- What needs to be done
Leave the pictures out while you restate every entry below word for word.

(Records from a collection)
——
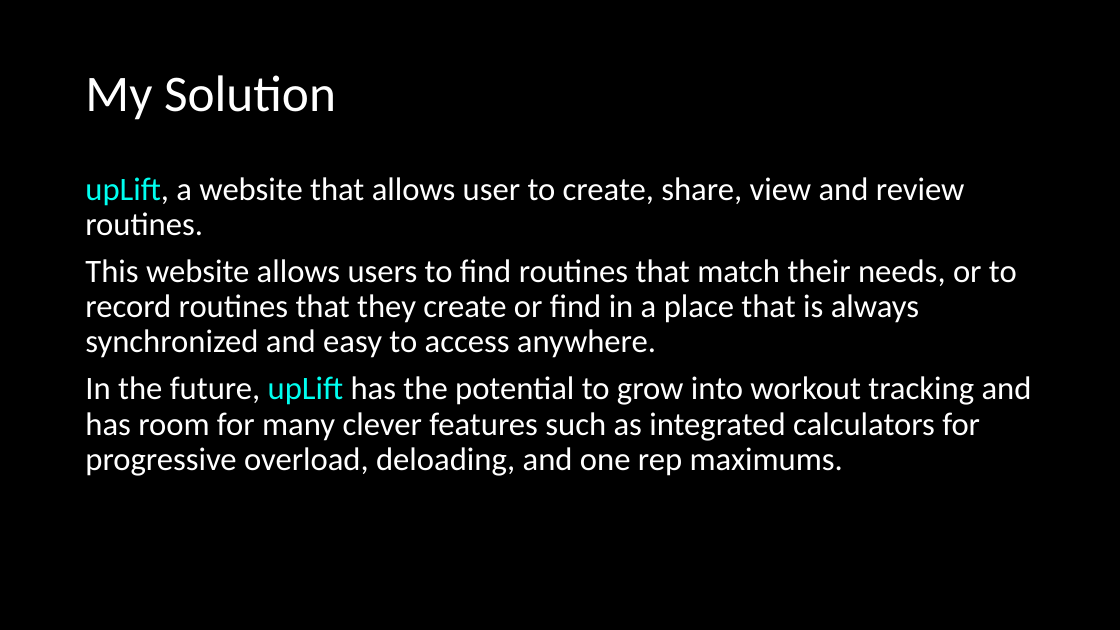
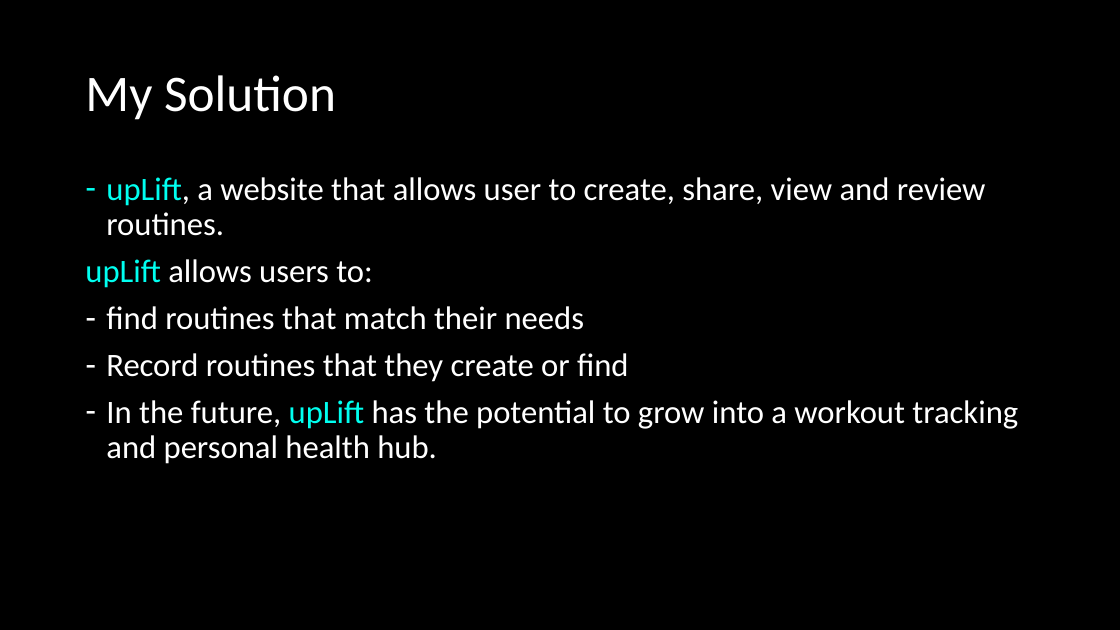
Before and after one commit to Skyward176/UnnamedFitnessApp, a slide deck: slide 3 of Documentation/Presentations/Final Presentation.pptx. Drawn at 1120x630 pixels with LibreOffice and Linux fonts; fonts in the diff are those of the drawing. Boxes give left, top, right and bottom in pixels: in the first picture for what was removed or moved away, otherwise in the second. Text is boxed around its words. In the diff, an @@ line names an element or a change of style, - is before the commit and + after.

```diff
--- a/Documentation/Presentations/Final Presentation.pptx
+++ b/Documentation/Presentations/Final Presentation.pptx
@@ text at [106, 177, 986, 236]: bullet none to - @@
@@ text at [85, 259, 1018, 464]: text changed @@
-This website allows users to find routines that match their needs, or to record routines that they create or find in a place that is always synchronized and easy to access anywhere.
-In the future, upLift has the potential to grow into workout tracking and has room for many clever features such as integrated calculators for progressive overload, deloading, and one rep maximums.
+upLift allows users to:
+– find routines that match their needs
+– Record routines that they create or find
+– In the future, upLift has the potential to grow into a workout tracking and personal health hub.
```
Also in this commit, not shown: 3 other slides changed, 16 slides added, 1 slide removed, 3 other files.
——
- Result of this task
Before and after one commit to Skyward176/UnnamedFitnessApp, a slide deck: slide 3 of Documentation/Presentations/Final Presentation.pptx. Drawn at 1120x630 pixels with LibreOffice and Linux fonts; fonts in the diff are those of the drawing. Boxes give left, top, right and bottom in pixels: in the first picture for what was removed or moved away, otherwise in the second. Text is boxed around its words. In the diff, an @@ line names an element or a change of style, - is before the commit and + after.

```diff
--- a/Documentation/Presentations/Final Presentation.pptx
+++ b/Documentation/Presentations/Final Presentation.pptx
@@ text at [106, 177, 986, 236]: bullet none to - @@
@@ text at [85, 259, 1018, 464]: text changed @@
-This website allows users to find routines that match their needs, or to record routines that they create or find in a place that is always synchronized and easy to access anywhere.
-In the future, upLift has the potential to grow into workout tracking and has room for many clever features such as integrated calculators for progressive overload, deloading, and one rep maximums.
+upLift allows users to:
+– find routines that match their needs
+– Record routines that they create or find
+– In the future, upLift has the potential to grow into a workout tracking and personal health hub.
```
Also in this commit, not shown: 3 other slides changed, 16 slides added, 1 slide removed, 3 other files.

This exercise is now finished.